**Work request**
Check every line of the entries below for the word "public", then give only the number of lines that have it.
++++ Task input ++++
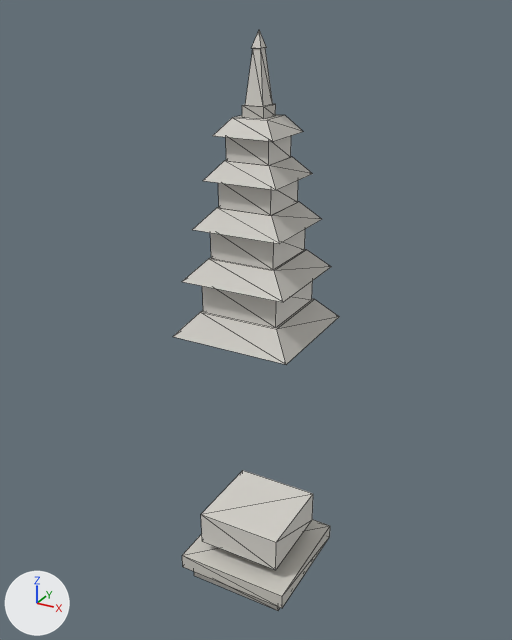
The glTF model public/studio/v2.15.0/d_pagoda/model.glb, before and after one commit.
Rendered twice from a 50 mm camera at (10.35, -19.0, 19.15) aimed at (-0.2, 0.18, 9.55). Arrows for +X, +Y and +Z are at lower left; the lights stay in place. The older version comes first. Mesh edges are drawn as thin lines. Where no turn or scale is listed for an object, it has been applied to the vertices.

The scene before the commit, as lines of its bpy script (objects in view):
```python
ob_part1 = bpy.data.objects.new('part1', me_geometry_1)
ob_part1.location = (0.0, 0.0, 0.0)
ob_part11 = bpy.data.objects.new('part11', me_geometry_11)
ob_part11.location = (0.0, 0.0, 0.0)
ob_part3 = bpy.data.objects.new('part3', me_geometry_3)
ob_part3.location = (0.0, 0.0, 0.0)
ob_part4 = bpy.data.objects.new('part4', me_geometry_4)
ob_part4.location = (0.0, 0.0, 0.0)
ob_part5 = bpy.data.objects.new('part5', me_geometry_5)
ob_part5.location = (0.0, 0.0, 0.0)
ob_part6 = bpy.data.objects.new('part6', me_geometry_6)
ob_part6.location = (0.0, 0.0, 0.0)
ob_part7 = bpy.data.objects.new('part7', me_geometry_7)
ob_part7.location = (0.0, 0.0, 0.0)
ob_part8 = bpy.data.objects.new('part8', me_geometry_8)
ob_part8.location = (0.0, 0.0, 0.0)
ob_part9 = bpy.data.objects.new('part9', me_geometry_9)
ob_part9.location = (0.0, 0.0, 0.0)
# also in view: 'part0' at (0.0, 0.0, 0.15); 'part10' at (0.0, 0.0, 15.35); 'part2' at (0.0, 0.0, 1.53); 'part13' at (0.0, 0.0, 17.34)
```
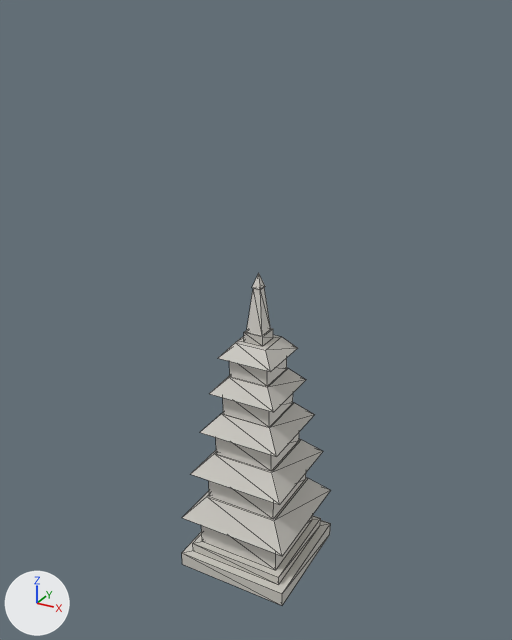
Diff of the bpy script that builds the scene:
```diff
--- a/public/studio/v2.15.0/d_pagoda/model.glb.py
+++ b/public/studio/v2.15.0/d_pagoda/model.glb.py
@@ me_geometry_1 @@
-me_geometry_1.from_pydata(...)  # 8 vertices, 12 faces; spans x -1.8..1.8, y -1.8..1.8, z -0.66..-0.31
+me_geometry_1.from_pydata(...)  # 8 vertices, 12 faces; spans x -1.8..1.8, y -1.8..1.8, z 0.55..0.9
+# me_geometry_1 part 1: the whole mesh is moved by (0.0, 0.0, 1.21)
 me_geometry_1.materials.append(mat_defaultmaterial_001)
@@ me_geometry_3 @@
-me_geometry_3.from_pydata(...)  # 8 vertices, 12 faces; spans x -2.05..2.05, y -2.05..2.05, z 9.43..10.18
+me_geometry_3.from_pydata(...)  # 8 vertices, 12 faces; spans x -2.05..2.05, y -2.05..2.05, z 2.15..2.9
+# me_geometry_3 part 2: the whole mesh is moved by (0.0, 0.0, -7.28)
 me_geometry_3.materials.append(mat_defaultmaterial_003)
@@ me_geometry_4 @@
-me_geometry_4.from_pydata(...)  # 8 vertices, 12 faces; spans x -1.32..1.32, y -1.32..1.32, z 10.18..11.28
+me_geometry_4.from_pydata(...)  # 8 vertices, 12 faces; spans x -1.32..1.32, y -1.32..1.32, z 2.9..4.0
+# me_geometry_4 part 3: the whole mesh is moved by (0.0, 0.0, -7.28)
 me_geometry_4.materials.append(mat_defaultmaterial_004)
@@ me_geometry_5 @@
-me_geometry_5.from_pydata(...)  # 8 vertices, 12 faces; spans x -1.78..1.78, y -1.78..1.78, z 11.28..11.96
+me_geometry_5.from_pydata(...)  # 8 vertices, 12 faces; spans x -1.78..1.78, y -1.78..1.78, z 4.0..4.68
+# me_geometry_5 part 4: the whole mesh is moved by (0.0, 0.0, -7.28)
 me_geometry_5.materials.append(mat_defaultmaterial_005)
@@ me_geometry_6 @@
-me_geometry_6.from_pydata(...)  # 8 vertices, 12 faces; spans x -1.1..1.1, y -1.1..1.1, z 11.96..12.94
+me_geometry_6.from_pydata(...)  # 8 vertices, 12 faces; spans x -1.1..1.1, y -1.1..1.1, z 4.68..5.66
+# me_geometry_6 part 5: the whole mesh is moved by (0.0, 0.0, -7.28)
 me_geometry_6.materials.append(mat_defaultmaterial_006)
@@ me_geometry_7 @@
-me_geometry_7.from_pydata(...)  # 8 vertices, 12 faces; spans x -1.5..1.5, y -1.5..1.5, z 12.94..13.56
+me_geometry_7.from_pydata(...)  # 8 vertices, 12 faces; spans x -1.5..1.5, y -1.5..1.5, z 5.66..6.28
+# me_geometry_7 part 6: the whole mesh is moved by (0.0, 0.0, -7.28)
 me_geometry_7.materials.append(mat_defaultmaterial_007)
@@ me_geometry_8 @@
-me_geometry_8.from_pydata(...)  # 8 vertices, 12 faces; spans x -0.9..0.9, y -0.9..0.9, z 13.56..14.42
+me_geometry_8.from_pydata(...)  # 8 vertices, 12 faces; spans x -0.9..0.9, y -0.9..0.9, z 6.28..7.14
+# me_geometry_8 part 7: the whole mesh is moved by (0.0, 0.0, -7.28)
 me_geometry_8.materials.append(mat_defaultmaterial_008)
@@ me_geometry_9 @@
-me_geometry_9.from_pydata(...)  # 8 vertices, 12 faces; spans x -1.24..1.24, y -1.24..1.24, z 14.42..14.98
+me_geometry_9.from_pydata(...)  # 8 vertices, 12 faces; spans x -1.24..1.24, y -1.24..1.24, z 7.14..7.7
+# me_geometry_9 part 8: the whole mesh is moved by (0.0, 0.0, -7.28)
 me_geometry_9.materials.append(mat_defaultmaterial_009)
@@ me_geometry_10 @@
-me_geometry_10.from_pydata(...)  # 8 vertices, 12 faces; spans x -0.72..0.72, y -0.72..0.72, z 14.984..15.724
+me_geometry_10.from_pydata(...)  # 8 vertices, 12 faces; spans x -0.72..0.72, y -0.72..0.72, z 7.7..8.44
+# me_geometry_10 part 9: the whole mesh is moved by (0.0, 0.0, -7.284)
 me_geometry_10.materials.append(mat_defaultmaterial_010)
@@ me_geometry_11 @@
-me_geometry_11.from_pydata(...)  # 8 vertices, 12 faces; spans x -1.0..1.0, y -1.0..1.0, z 15.72..16.22
+me_geometry_11.from_pydata(...)  # 8 vertices, 12 faces; spans x -1.0..1.0, y -1.0..1.0, z 8.44..8.94
+# me_geometry_11 part 10: the whole mesh is moved by (0.0, 0.0, -7.28)
 me_geometry_11.materials.append(mat_defaultmaterial_011)
@@ me_geometry_12 @@
-me_geometry_12.from_pydata(...)  # 8 vertices, 12 faces; spans x -0.36..0.36, y -0.36..0.36, z 16.224..16.564
+me_geometry_12.from_pydata(...)  # 8 vertices, 12 faces; spans x -0.36..0.36, y -0.36..0.36, z 8.94..9.28
+# me_geometry_12 part 11: the whole mesh is moved by (0.0, 0.0, -7.284)
 me_geometry_12.materials.append(mat_defaultmaterial_012)
@@ me_geometry_13 @@
-me_geometry_13.from_pydata(...)  # 8 vertices, 12 faces; spans x -0.3..0.3, y -0.3..0.3, z 16.56..18.11
+me_geometry_13.from_pydata(...)  # 8 vertices, 12 faces; spans x -0.3..0.3, y -0.3..0.3, z 9.28..10.83
+# me_geometry_13 part 12: the whole mesh is moved by (0.0, 0.0, -7.28)
 me_geometry_13.materials.append(mat_defaultmaterial_013)
@@ me_geometry_14 @@
-me_geometry_14.from_pydata(...)  # 5 vertices, 6 faces; spans x -0.16..0.16, y -0.16..0.16, z 18.114..18.614
+me_geometry_14.from_pydata(...)  # 5 vertices, 6 faces; spans x -0.16..0.16, y -0.16..0.16, z 10.83..11.33
+# me_geometry_14 part 13: the whole mesh is moved by (0.0, 0.0, -7.284)
 me_geometry_14.materials.append(mat_defaultmaterial_014)
```

Changed parts and their boxes (x1, y1, x2, y2) in the pictures (512 x 640 px):
'part3', moved: before (173, 299, 339, 365); after (182, 478, 330, 556)
'part5', moved: before (182, 249, 331, 302); after (191, 439, 323, 505)
'part7', moved: before (192, 202, 322, 244); after (200, 403, 314, 456)
'part9', moved: before (203, 157, 312, 190); after (209, 368, 306, 412)
'part4', moved: before (202, 281, 313, 328); after (209, 473, 306, 519)
'part6', moved: before (210, 229, 305, 270); after (216, 432, 299, 471)
'part11', moved: before (213, 115, 303, 142); after (219, 335, 297, 372)
'part8', moved: before (218, 181, 298, 215); after (223, 394, 293, 427)
'part10', moved: before (226, 136, 291, 165); after (230, 358, 287, 386)
'part1', moved: before (194, 572, 280, 611); after (193, 515, 321, 585)
'part13', moved: before (245, 48, 273, 106); after (246, 288, 271, 336)
'part12', moved: before (242, 104, 275, 119); after (244, 328, 273, 346)
'part14', moved: before (252, 30, 266, 48); after (252, 273, 265, 290)
'part2', unchanged, covered by the edit: before (201, 470, 313, 570); after (201, 516, 312, 570)
++++
**Response for this exercise**
3